The Mouths of Ash

By Rob Packer

The “mouths of ash” (Bocas de Ceniza) sound more like part of a volcano than the mouth of the Río Magdalena, Colombia’s most important river system. According to Wikipedia, the name comes from the ashen colour of the river at that point and is actually a reasonably accurate description.

I visited the mouths of ash on my first day in Barranquilla with Ronny, Lorena and Delvis, a group of three barranquilleros from Couchsurfing. The plan had been to go for lunch at one of the fish restaurants along the Magdalena at Las Flores, and when we looked back on it, none of us were sure exactly how we stepped out of the taxi looking for a restaurant and ended up on a trencito hurtling towards the end of the breakwater separating the river from the sea. It certainly wasn’t because we weren’t hungry.

All aboard the trencito!

Happily travelling to the end of the breakwater.

What do you do if you find a trencito coming the other way? You get the passengers off and push it to one side so you can get past.

The trencito, a tram with no walls and packed full of people, runs from Las Flores to the end of a surprisingly long breakwater that demarcates the last stretch of the Magdalena and at some points, its tracks are barely wider than the distance between the river and the sea. About a kilometre from the end of the breakwater, the trencito arrives at a group of huts selling drinks, fruit and fish, and you have to walk over a kilometre of rocks past groups of fishermen to get the end. Obviously the rocky terrain wasn’t ideal for the flip flops that most of us were wearing, and it took longer than our allotted hour to get back to the trencito stop.
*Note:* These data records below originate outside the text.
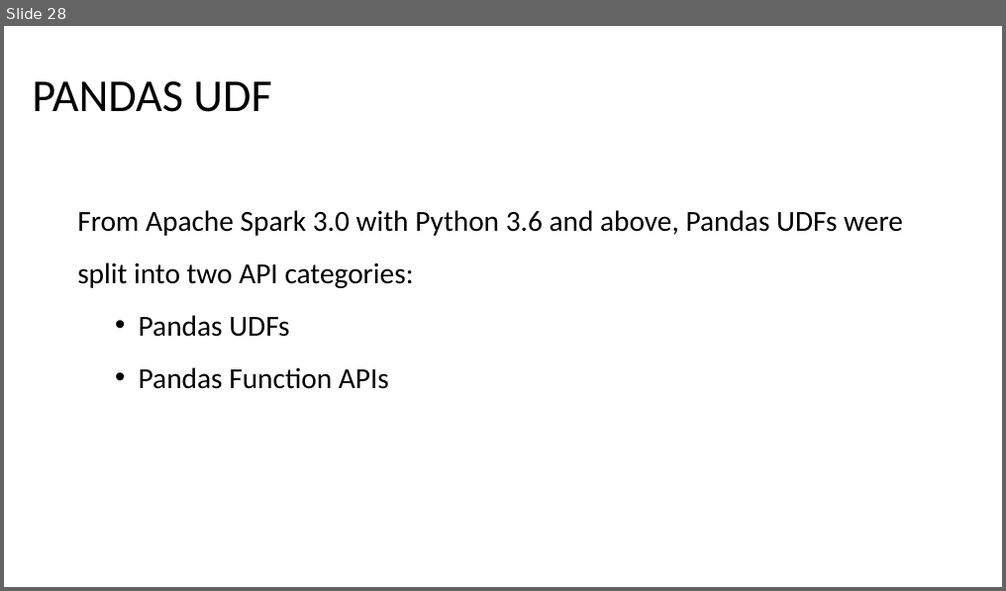
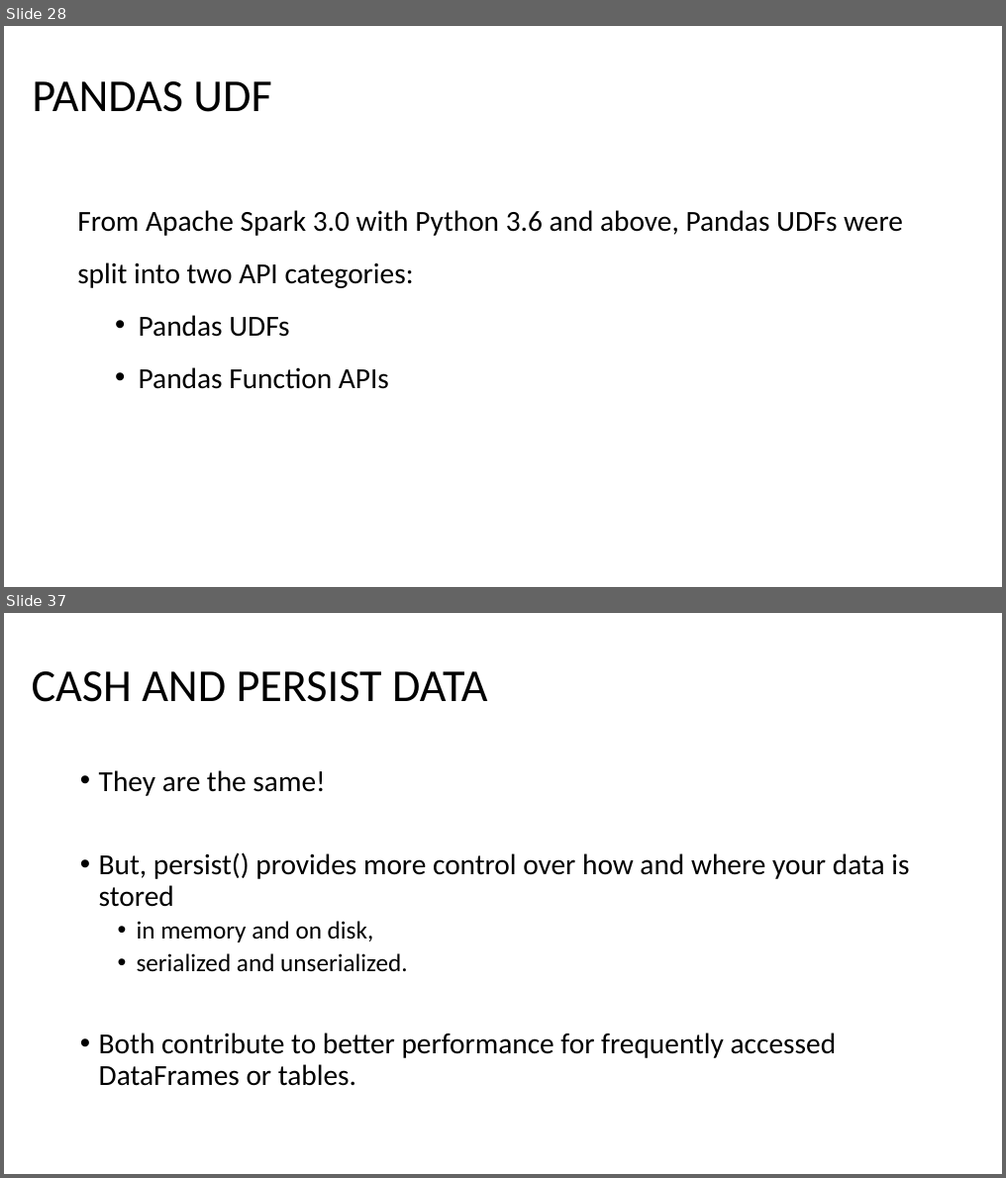
Before and after one commit to atarighati/Learning-Spark-Second_Edition, a slide deck: Learning Spark Notes.pptx. Shown one above the other, each under a label of ours: slide 28 before the commit, slides 28 and 37 after it; the slides between them are not shown. The pictures are 1006x591 and 1006x1178 pixels, drawn with LibreOffice and Linux fonts; fonts in the diff are those of the drawing. Boxes give left, top, right and bottom in pixels: in the first picture for what was removed or moved away, otherwise in the second. Text is boxed around its words. In the diff, an @@ line names an element or a change of style, - is before the commit and + after.

```diff
--- a/Learning Spark Notes.pptx
+++ b/Learning Spark Notes.pptx
@@ slide 37 added at box(4, 613, 1002, 1174), background #FFFFFF @@
@@ title added at box(32, 671, 487, 702), 44 pt, text #000000 @@
+CASH AND PERSIST DATA
@@ text added at box(99, 770, 909, 1086), 28 pt, text #000000 @@
+• They are the same!
+• But, persist() provides more control over how and where your data is stored
+  • in memory and on disk,
+  • serialized and unserialized.
+• Both contribute to better performance for frequently accessed DataFrames or tables.
```
Also in this commit, not shown: 11 other slides added.

To the end of the breakwater. The Caribbean on the left, the Magdalena on the right.

The end of the breakwater looking back towards Barranquilla.

Fishermen fishing in the Caribbean.

Me at the end of the breakwater. Badly shod and concentrating more on not being blown off by the wind than having my photo taken.

We sat down with ice creams to hide from the sun that had already taken its toll on all of us, and on me most, and to wait out the hour for the trencito to come back, which we’d been told would take us back towards Barranquilla. What we hadn’t been told was that when the trencito arrives, you need to fight your way on and people with blunter elbows have to wait for the next train. While this was happening, we were in one of the huts buying something to drink and turned round to see a mass of people trying to fighting to get onto the trencito. We didn’t fight.

A happier moment: we thought it was nearly lunchtime.

Posing at the end of the breakwater.

Fighting to get onto the carro.

Left at what was coming to feel like the middle of nowhere, we sat again and got to know a neighbouring family’s conspiracy theories that what were now called carros (cars), rather than the too cutesy-sounding trencito, were stopping at the beach about five kilometres away, picking up new passengers there and heading back to Las Flores laughing over their dishonest gains – and leaving us high and dry at the end of a breakwater.

A ship coming into Barranquilla.

After a failed attempt to walk to the beach, the carro arrived again and this time we knew we had a fight on our hands: from the moment the carro came to a stop, my hand wasn’t letting go of it. And we were on our way with cries of “¡Ladrones!” and “¡Rateros!” (“Thieves!”) from our conspiracy theorist friends. Just as the sun was setting, we were heading off to lunch.

Fisherman at the Bocas de Ceniza.

Fisherman at the Bocas de Ceniza.

Fisherman at the Bocas de Ceniza.

Fishermen at the Bocas de Ceniza.

Fishermen at the Bocas de Ceniza.

Fisherman at the Bocas de Ceniza.

Fishermen at the Bocas de Ceniza taking a break with domino.